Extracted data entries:
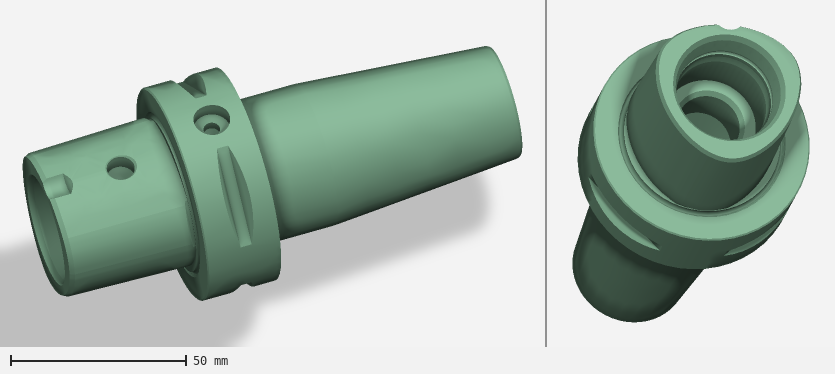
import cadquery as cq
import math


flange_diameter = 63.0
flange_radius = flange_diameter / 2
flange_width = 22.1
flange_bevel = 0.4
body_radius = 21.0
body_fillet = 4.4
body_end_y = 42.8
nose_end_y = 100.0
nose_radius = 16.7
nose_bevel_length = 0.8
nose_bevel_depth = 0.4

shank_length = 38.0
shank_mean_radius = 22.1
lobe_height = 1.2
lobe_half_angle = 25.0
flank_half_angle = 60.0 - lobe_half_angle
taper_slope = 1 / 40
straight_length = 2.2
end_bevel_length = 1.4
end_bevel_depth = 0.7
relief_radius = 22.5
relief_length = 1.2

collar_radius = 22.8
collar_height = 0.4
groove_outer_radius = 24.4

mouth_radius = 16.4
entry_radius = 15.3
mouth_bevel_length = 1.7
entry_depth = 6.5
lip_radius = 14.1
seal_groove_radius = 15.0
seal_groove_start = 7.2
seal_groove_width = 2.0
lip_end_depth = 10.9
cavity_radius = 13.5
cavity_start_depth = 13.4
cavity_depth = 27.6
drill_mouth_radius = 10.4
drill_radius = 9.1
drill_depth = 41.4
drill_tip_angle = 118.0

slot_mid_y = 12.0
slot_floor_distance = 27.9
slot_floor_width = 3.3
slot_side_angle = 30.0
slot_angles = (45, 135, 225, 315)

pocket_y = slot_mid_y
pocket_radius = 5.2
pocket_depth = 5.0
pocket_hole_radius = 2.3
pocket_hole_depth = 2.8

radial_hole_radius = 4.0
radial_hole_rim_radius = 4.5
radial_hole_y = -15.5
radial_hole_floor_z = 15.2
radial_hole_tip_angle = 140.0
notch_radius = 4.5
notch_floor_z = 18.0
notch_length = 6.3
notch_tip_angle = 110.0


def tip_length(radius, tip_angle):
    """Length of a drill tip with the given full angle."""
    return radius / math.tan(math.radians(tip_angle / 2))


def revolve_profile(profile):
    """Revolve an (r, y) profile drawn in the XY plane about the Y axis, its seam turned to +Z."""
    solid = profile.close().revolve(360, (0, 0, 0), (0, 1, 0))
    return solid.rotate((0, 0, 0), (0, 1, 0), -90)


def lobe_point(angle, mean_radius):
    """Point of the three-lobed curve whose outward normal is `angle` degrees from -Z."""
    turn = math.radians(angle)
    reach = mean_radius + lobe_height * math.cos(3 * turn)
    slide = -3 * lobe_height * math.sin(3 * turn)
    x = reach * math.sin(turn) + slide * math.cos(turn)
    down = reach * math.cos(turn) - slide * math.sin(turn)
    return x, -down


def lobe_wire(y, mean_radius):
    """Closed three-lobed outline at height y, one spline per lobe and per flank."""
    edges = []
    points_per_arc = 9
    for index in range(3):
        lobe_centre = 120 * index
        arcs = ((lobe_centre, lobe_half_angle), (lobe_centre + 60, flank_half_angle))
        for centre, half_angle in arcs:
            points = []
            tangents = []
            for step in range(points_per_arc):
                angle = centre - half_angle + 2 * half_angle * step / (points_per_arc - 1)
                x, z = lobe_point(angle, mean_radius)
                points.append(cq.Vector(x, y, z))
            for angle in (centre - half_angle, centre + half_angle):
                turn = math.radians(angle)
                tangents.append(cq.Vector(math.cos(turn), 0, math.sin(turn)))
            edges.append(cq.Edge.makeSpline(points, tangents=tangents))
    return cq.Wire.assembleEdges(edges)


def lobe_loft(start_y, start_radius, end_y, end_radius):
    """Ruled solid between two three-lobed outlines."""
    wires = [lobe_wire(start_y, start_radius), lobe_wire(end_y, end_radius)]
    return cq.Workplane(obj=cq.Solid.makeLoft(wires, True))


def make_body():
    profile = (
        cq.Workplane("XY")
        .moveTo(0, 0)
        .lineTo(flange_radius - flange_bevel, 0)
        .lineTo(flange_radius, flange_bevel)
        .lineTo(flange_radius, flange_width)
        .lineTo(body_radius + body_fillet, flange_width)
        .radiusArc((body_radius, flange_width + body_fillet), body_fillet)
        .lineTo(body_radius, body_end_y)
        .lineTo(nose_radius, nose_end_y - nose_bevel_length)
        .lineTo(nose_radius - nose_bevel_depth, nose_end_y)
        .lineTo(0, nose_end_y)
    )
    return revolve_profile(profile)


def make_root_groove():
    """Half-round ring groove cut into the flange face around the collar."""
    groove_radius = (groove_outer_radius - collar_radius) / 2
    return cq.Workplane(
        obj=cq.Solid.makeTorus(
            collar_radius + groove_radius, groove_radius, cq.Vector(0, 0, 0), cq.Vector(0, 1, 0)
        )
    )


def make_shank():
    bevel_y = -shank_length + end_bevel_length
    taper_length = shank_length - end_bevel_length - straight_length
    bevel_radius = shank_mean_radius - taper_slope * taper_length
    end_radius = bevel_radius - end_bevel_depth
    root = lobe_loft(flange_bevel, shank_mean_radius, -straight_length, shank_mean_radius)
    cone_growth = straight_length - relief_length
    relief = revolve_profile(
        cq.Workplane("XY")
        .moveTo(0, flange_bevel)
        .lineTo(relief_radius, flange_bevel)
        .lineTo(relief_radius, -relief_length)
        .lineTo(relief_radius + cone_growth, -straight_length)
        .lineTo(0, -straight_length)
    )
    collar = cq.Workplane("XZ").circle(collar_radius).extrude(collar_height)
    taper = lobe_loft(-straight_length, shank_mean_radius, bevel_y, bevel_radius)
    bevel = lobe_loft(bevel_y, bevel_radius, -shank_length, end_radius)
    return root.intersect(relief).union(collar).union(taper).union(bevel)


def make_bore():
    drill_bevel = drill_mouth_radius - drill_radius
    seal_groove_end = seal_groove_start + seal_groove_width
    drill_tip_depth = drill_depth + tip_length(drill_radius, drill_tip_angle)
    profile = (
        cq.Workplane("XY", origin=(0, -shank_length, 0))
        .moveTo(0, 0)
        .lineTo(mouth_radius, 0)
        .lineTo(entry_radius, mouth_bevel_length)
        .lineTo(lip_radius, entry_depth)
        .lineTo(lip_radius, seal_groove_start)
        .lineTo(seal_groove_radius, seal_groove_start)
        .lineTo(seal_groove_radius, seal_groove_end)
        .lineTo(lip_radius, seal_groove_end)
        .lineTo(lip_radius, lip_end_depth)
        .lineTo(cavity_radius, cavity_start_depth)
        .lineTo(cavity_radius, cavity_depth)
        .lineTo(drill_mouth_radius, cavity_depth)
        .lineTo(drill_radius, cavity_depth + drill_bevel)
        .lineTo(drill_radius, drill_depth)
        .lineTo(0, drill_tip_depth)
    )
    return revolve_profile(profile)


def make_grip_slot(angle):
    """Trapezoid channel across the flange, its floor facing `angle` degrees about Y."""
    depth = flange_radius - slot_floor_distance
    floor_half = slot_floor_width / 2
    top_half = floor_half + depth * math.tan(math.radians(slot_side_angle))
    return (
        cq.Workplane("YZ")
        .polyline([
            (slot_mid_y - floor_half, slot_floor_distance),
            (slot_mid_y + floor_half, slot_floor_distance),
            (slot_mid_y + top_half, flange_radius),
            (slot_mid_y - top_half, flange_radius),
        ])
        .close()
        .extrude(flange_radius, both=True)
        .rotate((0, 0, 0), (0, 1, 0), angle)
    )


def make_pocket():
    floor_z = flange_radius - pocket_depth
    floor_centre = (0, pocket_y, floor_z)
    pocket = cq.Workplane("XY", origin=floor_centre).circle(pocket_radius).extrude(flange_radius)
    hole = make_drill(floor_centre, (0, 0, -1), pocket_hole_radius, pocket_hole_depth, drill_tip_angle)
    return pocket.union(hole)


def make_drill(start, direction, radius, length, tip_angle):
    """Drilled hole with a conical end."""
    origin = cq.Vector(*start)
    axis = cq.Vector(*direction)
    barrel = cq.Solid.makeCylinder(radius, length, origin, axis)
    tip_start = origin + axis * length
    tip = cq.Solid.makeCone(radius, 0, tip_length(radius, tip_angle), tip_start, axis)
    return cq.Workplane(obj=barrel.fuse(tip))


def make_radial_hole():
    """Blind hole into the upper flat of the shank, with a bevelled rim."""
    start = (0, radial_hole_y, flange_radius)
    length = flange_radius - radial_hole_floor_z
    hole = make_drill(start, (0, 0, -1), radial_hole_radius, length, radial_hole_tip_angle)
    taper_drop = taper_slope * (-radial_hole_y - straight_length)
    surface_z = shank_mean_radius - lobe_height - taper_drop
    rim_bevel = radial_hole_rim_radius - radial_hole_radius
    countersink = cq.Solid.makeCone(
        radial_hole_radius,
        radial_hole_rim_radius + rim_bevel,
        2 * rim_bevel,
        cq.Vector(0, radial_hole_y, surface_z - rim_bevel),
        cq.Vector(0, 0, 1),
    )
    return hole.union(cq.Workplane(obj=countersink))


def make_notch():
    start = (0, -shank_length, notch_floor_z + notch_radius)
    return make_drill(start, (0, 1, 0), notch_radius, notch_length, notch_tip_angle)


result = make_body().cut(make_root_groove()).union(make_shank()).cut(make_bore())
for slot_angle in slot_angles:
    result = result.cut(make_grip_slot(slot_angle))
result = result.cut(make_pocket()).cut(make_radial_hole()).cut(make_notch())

==

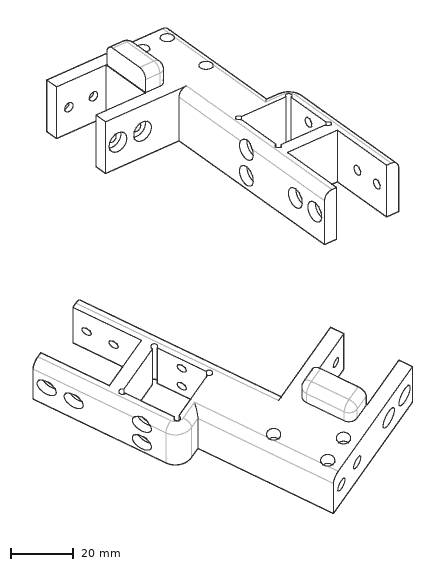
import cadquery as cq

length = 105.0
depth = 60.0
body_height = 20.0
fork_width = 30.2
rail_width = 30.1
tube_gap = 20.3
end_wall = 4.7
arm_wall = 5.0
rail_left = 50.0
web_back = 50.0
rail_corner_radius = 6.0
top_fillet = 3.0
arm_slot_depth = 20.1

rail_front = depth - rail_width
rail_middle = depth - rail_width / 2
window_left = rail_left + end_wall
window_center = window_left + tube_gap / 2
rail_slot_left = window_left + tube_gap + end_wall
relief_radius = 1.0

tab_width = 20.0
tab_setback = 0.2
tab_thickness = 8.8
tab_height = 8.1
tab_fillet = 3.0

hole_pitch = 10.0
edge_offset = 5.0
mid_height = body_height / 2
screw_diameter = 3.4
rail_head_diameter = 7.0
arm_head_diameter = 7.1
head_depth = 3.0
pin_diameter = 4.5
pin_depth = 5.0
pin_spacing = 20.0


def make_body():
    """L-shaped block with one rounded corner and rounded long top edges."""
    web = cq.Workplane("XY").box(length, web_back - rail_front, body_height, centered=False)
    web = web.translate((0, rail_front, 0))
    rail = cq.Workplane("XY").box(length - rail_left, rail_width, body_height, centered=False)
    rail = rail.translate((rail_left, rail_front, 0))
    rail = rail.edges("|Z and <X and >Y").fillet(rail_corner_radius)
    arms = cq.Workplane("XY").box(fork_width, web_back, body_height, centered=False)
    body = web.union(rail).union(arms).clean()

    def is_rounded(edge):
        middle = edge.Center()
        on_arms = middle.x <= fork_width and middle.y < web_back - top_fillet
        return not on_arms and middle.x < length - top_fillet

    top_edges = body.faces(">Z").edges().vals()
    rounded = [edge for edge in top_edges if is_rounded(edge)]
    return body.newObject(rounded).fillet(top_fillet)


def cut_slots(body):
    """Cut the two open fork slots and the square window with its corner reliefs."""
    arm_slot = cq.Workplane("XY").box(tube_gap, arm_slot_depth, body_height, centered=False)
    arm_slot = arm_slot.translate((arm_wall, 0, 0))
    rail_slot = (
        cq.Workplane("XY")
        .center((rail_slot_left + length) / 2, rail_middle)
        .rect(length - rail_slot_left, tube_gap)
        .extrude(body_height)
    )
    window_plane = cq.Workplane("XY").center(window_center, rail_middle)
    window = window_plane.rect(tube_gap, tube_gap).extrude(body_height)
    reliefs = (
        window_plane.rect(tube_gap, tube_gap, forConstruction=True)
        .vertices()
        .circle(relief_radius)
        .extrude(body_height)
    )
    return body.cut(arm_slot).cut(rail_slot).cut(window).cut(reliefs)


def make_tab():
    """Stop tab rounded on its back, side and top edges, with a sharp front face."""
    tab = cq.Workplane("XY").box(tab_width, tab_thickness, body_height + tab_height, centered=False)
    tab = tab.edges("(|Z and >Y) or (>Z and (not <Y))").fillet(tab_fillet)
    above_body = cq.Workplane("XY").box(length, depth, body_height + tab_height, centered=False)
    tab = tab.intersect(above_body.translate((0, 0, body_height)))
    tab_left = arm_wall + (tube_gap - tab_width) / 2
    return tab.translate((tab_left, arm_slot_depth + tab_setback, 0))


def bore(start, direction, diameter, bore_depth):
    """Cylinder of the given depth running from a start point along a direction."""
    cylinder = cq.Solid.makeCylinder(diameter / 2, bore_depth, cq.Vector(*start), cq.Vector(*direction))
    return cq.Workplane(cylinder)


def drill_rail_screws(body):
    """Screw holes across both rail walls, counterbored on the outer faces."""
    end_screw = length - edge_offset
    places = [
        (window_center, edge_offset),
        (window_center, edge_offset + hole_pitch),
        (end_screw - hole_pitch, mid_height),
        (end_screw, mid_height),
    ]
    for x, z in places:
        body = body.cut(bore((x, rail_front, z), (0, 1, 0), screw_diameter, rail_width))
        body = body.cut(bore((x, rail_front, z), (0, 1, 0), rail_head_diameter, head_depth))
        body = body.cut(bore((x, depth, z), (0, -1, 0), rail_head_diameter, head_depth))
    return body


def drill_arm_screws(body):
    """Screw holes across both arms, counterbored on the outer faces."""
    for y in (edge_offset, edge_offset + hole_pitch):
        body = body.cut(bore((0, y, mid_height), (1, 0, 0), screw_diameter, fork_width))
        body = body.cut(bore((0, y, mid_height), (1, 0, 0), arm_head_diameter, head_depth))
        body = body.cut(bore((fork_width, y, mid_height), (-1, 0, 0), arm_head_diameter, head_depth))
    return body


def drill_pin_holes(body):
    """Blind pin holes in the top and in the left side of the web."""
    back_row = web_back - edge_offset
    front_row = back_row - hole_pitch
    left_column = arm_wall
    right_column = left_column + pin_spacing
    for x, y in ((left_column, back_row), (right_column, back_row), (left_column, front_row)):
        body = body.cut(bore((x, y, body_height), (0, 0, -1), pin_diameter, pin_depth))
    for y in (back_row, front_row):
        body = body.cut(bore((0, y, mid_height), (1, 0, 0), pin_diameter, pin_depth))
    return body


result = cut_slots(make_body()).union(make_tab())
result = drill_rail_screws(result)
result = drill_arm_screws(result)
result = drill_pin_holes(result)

* * *

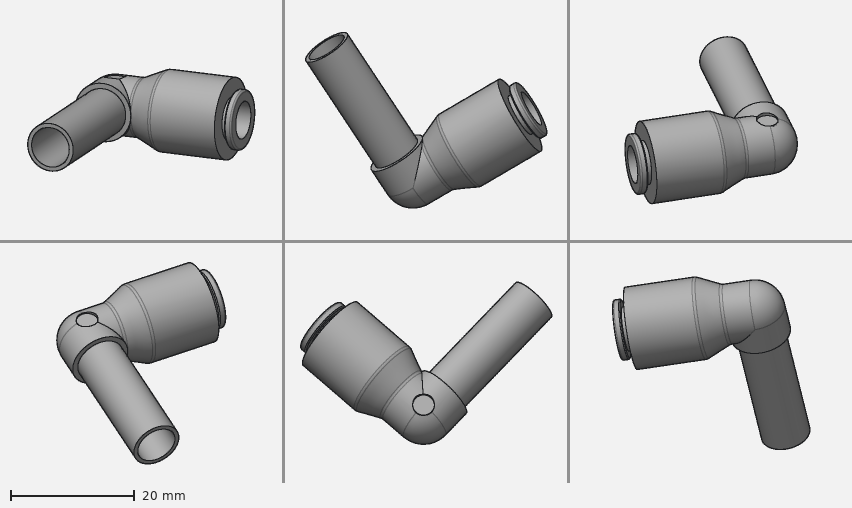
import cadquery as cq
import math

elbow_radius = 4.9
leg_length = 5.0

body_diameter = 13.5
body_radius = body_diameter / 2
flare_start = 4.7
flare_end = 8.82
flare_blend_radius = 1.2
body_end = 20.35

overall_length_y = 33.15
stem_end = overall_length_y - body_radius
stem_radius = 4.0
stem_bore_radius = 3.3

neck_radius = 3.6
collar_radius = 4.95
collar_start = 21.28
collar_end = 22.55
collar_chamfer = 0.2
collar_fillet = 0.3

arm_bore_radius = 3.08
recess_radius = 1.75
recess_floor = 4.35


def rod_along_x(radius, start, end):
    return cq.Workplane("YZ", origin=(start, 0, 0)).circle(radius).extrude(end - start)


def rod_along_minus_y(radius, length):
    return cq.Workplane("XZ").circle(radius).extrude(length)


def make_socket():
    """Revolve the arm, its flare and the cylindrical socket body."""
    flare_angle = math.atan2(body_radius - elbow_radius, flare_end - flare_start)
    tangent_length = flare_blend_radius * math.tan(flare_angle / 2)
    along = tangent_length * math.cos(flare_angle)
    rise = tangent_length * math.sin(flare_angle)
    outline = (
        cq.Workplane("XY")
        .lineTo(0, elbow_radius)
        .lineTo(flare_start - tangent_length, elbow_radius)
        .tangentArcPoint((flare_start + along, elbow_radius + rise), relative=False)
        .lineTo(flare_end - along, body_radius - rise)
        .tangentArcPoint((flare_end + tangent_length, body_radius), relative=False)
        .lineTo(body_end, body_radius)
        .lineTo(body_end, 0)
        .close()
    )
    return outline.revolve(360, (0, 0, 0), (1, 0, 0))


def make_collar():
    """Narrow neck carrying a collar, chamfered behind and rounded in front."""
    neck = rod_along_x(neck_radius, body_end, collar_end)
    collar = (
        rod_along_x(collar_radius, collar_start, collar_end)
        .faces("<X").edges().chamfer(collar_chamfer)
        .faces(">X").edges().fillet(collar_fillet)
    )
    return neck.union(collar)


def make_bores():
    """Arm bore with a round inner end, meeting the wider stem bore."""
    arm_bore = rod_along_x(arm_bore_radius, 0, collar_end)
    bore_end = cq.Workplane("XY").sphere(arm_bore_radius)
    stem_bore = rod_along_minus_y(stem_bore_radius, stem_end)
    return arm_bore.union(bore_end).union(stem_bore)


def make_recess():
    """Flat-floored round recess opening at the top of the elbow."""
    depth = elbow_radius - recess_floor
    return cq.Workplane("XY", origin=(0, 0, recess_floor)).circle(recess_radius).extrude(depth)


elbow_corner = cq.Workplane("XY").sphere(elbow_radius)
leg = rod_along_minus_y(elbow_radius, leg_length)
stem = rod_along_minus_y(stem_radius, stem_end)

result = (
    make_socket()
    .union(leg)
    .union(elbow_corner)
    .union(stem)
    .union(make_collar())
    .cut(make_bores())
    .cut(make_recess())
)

-- Task objective --
Go through the entries and return each line where the word "down" occurs.

-- Reply --
    down = reach * math.cos(turn) - slide * math.sin(turn)
    return x, -down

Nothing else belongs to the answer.